И это еще не все. Критика, никакое суждение не считая окончательным и не связывая себя ничтожными поверьями какой угодно секты или школы, создает тот чистый философский строй мысли, для которого истина важна сама по себе и ничуть не утрачивает важности, если она заведомо недостижима. Как редко встречается такой строй мысли в Англии и как он нам необходим! Английский разум вечно мечется от одного к другому. Интеллектуальные силы нашей нации попусту растрачиваются в глупых, гнусных препирательствах второразрядных политиков или третьеразрядных теологов. И высокий пример той «прекрасной разумности», о которой так проницательно говорил Арнолд, – увы, так плохо понятый, вынужден был нам явить человек науки. Автору «Происхождения видов» уж никто не откажет в философской ясности ума. Посетите обычные для Англии проповеди, послушайте ораторов на обычных для нас собраниях, и вы исполнитесь либо презрения, как Юлиан, либо равнодушия, как Монтень. Мы во власти фанатиков, чья самая худшая особенность заключается в искренности. Собственно, мы понятия не имеем ни о чем, хоть отдаленно напоминающем свободное движение мысли. Возмущаются согрешившими, но не грешник, а глупец – вот наибольшее из наших зол. Нет греха, кроме глупости.
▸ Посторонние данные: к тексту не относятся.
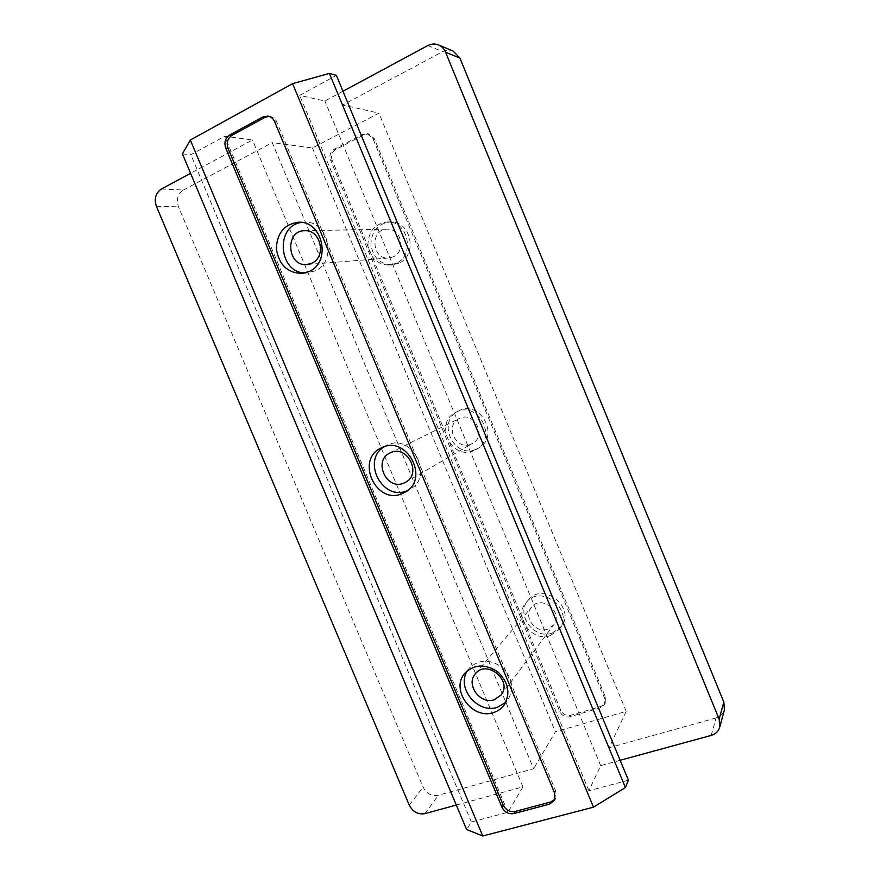 <?xml version="1.0" encoding="UTF-8"?>
<svg xmlns="http://www.w3.org/2000/svg" width="880" height="880" viewBox="0 0 880 880"><rect width="100%" height="100%" fill="white"/><g stroke="black" fill="none" stroke-linecap="round" stroke-linejoin="round"><path stroke-width="0.66" stroke-dasharray="4.4 3.3" d="M475.97 449.317C453.387 459.272 436.128 420.629 458.832 410.872C480.326 399.344 500.236 436.359 478.775 447.942L475.97 449.317M473.627 450.725C450.923 460.724 433.554 421.85 456.39 412.038C477.994 400.455 498.025 437.701 476.454 449.339L473.627 450.725M552.2 633.105C533.819 640.013 515.02 613.844 528.352 599.984C543.07 581.196 576.29 607.805 561.297 626.582L552.2 633.105M550.341 635.624C531.861 642.565 512.941 616.231 526.35 602.294C541.134 583.407 574.552 610.203 559.482 629.068L550.341 635.624M398.761 263.175L392.689 264.836C380.281 264.495 373.021 257.708 370.909 244.453C371.514 231.033 378.015 223.52 390.39 221.925C411.18 220.759 418.11 255.387 398.761 263.175M395.923 263.439L389.818 265.111C377.355 264.77 370.051 257.939 367.917 244.607C368.522 231.088 375.045 223.531 387.497 221.936C408.397 220.759 415.371 255.607 395.923 263.439M161.403 189.024L183.403 190.025C177.749 193.908 176.099 199.496 178.464 206.8L423.104 787.127C426.558 793.661 431.629 796.378 438.306 795.278L533.599 768.746L272.239 142.615L312.466 147.972L378.917 113.157L342.694 105.017L442.739 51.623C446.171 49.874 449.625 49.676 453.101 51.051M183.403 190.025L272.239 142.615M182.402 153.89L190.872 154.726L224.697 136.279L252.483 139.986L190.575 173.316M342.98 91.245L324.852 101.013L299.717 95.359L336.391 75.361M711.183 735.416L716.133 717.937C720.412 716.628 723.162 713.944 724.405 709.874M716.133 717.937L609.092 747.736L626.197 711.359L555.401 731.797L533.599 768.746M628.397 780.219L588.863 790.735L600.677 765.611L620.136 760.287M456.324 805.057L522.918 786.863L507.914 812.284L471.383 821.997L466.587 829.477M332.211 160.391C330.726 155.661 331.925 152.009 335.808 149.435L364.32 134.64L368.731 133.947L374.341 138.655L605.396 696.949L605.231 703.054L601.117 706.387L570.812 715.242C566.302 716.078 562.936 714.373 560.692 710.138L332.211 160.391L330.594 160.204C329.109 155.452 330.319 151.789 334.202 149.215L362.791 134.365L367.213 133.672L372.834 138.402L604.626 698.401L604.461 704.528L600.336 707.861L569.943 716.738C565.433 717.563 562.045 715.858 559.801 711.612L330.594 160.204M312.466 147.972L555.401 731.797M626.197 711.359L378.917 113.157M609.092 747.736L342.694 105.017M600.677 765.611L324.852 101.013M588.863 790.735L299.717 95.359M522.918 786.863L252.483 139.986M507.914 812.284L224.697 136.279M471.383 821.997L190.872 154.726M384.12 446.798L386.606 445.39C411.345 432.08 434.907 475.882 410.168 489.181L407.616 490.49M470.921 444.213C455.906 450.89 444.213 425.227 459.228 418.517C473.737 410.476 487.322 435.721 472.604 443.399L470.921 444.213M467.467 670.67L469.37 668.074C478.907 659.219 489.742 658.922 501.886 667.183C512.424 677.545 514.426 688.457 507.892 699.897L505.78 702.35M547.679 629.189C535.447 633.831 522.786 616.462 531.542 607.112C541.398 594.22 563.97 612.37 553.641 624.965L547.679 629.189M301.763 222.409L304.81 222.178C328.834 220.792 337.348 261.822 315.095 270.952L305.074 272.965M393.184 256.839L388.905 257.983C371.503 260.04 369.732 228.899 387.354 229.185C401.346 228.184 406.23 251.526 393.184 256.839M269.071 116.347L270.182 116.468C273.207 117.106 275.418 118.987 276.815 122.111L555.72 790.988L554.95 799.205M156.398 206.349L178.464 206.8M427.834 45.551L442.739 51.623M424.919 813.637L438.306 795.278M409.288 805.178L423.104 787.127M334.202 149.215L335.808 149.435M362.791 134.365L364.32 134.64M372.834 138.402L374.341 138.655M604.626 698.401L605.396 696.949M600.336 707.861L601.117 706.387M569.943 716.738L570.812 715.242M559.801 711.612L560.692 710.138M276.815 122.111L274.648 121.748M555.72 790.988L554.62 793.078M476.454 449.339L478.775 447.942M456.39 412.038L458.832 410.872M559.482 629.068L561.297 626.582M526.35 602.294L528.352 599.984M389.818 265.111L392.689 264.836M387.497 221.936L390.39 221.925M405.262 492.129L410.168 489.181M381.447 447.854L386.606 445.39M405.669 482.207L472.604 443.399M389.95 452.991L459.228 418.517M504.075 705.122L507.892 699.897M465.168 672.925L469.37 668.074M501.094 695.002L553.641 624.965M475.409 673.772L531.542 607.112M302.071 273.482L308.11 272.899M298.694 222.2L304.81 222.178M306.955 264.528L388.905 257.983M304.755 230.703L387.354 229.185M367.213 133.672L368.731 133.947M604.461 704.528L605.231 703.054M270.182 116.468L267.982 116.072M555.588 798.193L554.477 800.305"/><path stroke-width="1.32" d="M190.322 140.03L292.589 83.666L593.483 807.169L482.757 836L190.322 140.03L182.402 153.89L466.587 829.477L482.757 836M225.753 148.192C223.927 142.483 225.258 138.083 229.746 134.97L262.823 116.941L267.982 116.072C271.018 116.721 273.24 118.602 274.648 121.748L554.62 793.078L554.477 800.305L549.637 804.1L513.92 813.571C508.618 814.396 504.625 812.284 501.941 807.213L225.753 148.192L228.063 148.456C226.248 142.769 227.579 138.38 232.045 135.278L265.034 117.326L269.071 116.347M456.324 805.057L424.919 813.637C418.066 814.748 412.852 811.921 409.288 805.178L156.398 206.349C153.945 198.814 155.617 193.039 161.403 189.024L190.575 173.316M593.483 807.169L625.405 787.556L628.397 780.219L336.391 75.361L329.395 73.403L292.589 83.666M620.136 760.287L711.183 735.416C715.605 734.074 718.443 731.313 719.73 727.122L719.147 719.125L445.577 52.239C444.103 48.785 441.749 46.354 438.526 44.935C434.94 43.516 431.376 43.725 427.834 45.551L342.98 91.245M719.73 727.122L724.405 709.874L723.844 702.13L459.91 58.102L453.101 51.051L438.526 44.935M625.405 787.556L329.395 73.403M407.616 490.49L406.934 490.765C382.525 501.545 361.185 460.427 384.12 446.798M402.006 493.724C375.749 505.175 355.08 459.162 381.447 447.854C406.417 434.412 430.243 478.698 405.262 492.129L402.006 493.724M403.744 483.131C386.529 490.721 372.757 460.658 389.95 452.991C406.571 443.751 422.532 473.429 405.669 482.207L403.744 483.131M505.78 702.35L497.387 707.289C477.653 714.318 455.84 687.522 467.467 670.67M493.482 712.58C471.999 720.214 449.724 688.941 465.168 672.925C474.782 663.993 485.738 663.707 498.003 672.067C508.64 682.561 510.664 693.572 504.075 705.122C501.402 708.741 497.871 711.216 493.482 712.58M494.241 699.765C480.172 704.847 465.399 684.442 475.409 673.772C486.651 659.021 512.93 680.614 501.094 695.002L494.241 699.765M305.074 272.965C278.322 272.899 274.978 225.313 301.763 222.409M309.111 271.513L302.071 273.482C287.628 273.042 279.059 264.924 276.375 249.106C276.859 233.068 284.295 224.103 298.694 222.2C322.938 220.803 331.573 262.273 309.111 271.513M311.85 263.197L306.955 264.528C287.023 266.915 284.526 230.373 304.755 230.703C320.837 229.537 326.777 257.004 311.85 263.197M554.95 799.205L550.748 801.988L515.152 811.448C509.861 812.273 505.879 810.161 503.217 805.112L228.063 148.456M445.577 52.239L459.91 58.102M719.147 719.125L723.844 702.13M232.045 135.278L229.746 134.97M265.034 117.326L262.823 116.941M550.748 801.988L549.637 804.1M515.152 811.448L513.92 813.571M503.217 805.112L501.941 807.213"/></g></svg>

ЭРНЕСТ. Однако хороши же ваши антиномии!

ДЖИЛБЕРТ. Критик-художник всегда мыслит антиномиями и схож в этом с мистиком. Сделаться образцом добродетели проще простого, если принять вульгарное представление о том, что есть добро. Всего-то и нужно проникнуться жалким страхом, позабыть о воображении и о мысли да усвоить мещанскую жажду респектабельности. Эстетика выше этики. Она принадлежит сфере более высокой духовности. Научиться видеть красоту вещей – это предел того, чего мы способны достичь. В становлении личности даже обретенное ею чувство цвета важнее обретенного понимания добра и зла. По сути, в границах цивилизации сознания эстетика занимает по отношению к этике примерно то же место, что половой отбор по отношению к естественному в границах физического мира. Этика, подобно естественному отбору, делает возможным сам факт существования. Эстетика, подобно половому отбору, делает жизнь привлекательной и чудесной, дополняя ее новыми формами и создавая прогресс, многообразие и изменчивость. Достигая истинной культуры, что является нашей целью, мы достигаем совершенства, о котором мечтали святые, совершенства тех, для кого грех невозможен, и не оттого, что они аскетически сдерживают себя, а потому, что в своих полностью свободных поступках не могут нанести урона душе, они не могут возжелать ничего, что причинило бы ей вред, – а душа есть сущность столь священная, что она способна претворять в подлинное богатство опыта, в подлинную тонкость восприятия мира, в подлинную новизну мысли все поступки и страсти, которые для пошлой публики были бы пошлостью, для безграмотных – позором, для живущих постыдной жизнью – гадостью. Что же здесь опасного? Впрочем, опасность есть – ее, как я уже говорил, заключает в себе всякий идеал. Смотрите-ка, ночь уже кончается, лампа чуть светит. Не могу не сказать вам еще об одном. Вы отрицаете Критику как бесплодное занятие. Девятнадцатый век – это поворотный пункт в истории, и таким его сделали два человека: Дарвин и Ренан, критик Книги Природы и критик Писаний Творца. Не понимать этого – значит не понять смысла одной из самых важных эпох, которые выпало пережить миру. Творчество всегда тащится за своим веком. А направляет этот век Критика. Дух Критики и Всемирный Дух суть единство.

ЭРНЕСТ. И, если я не ошибаюсь, владеющий этим духом или владеемый им не будет делать ничего?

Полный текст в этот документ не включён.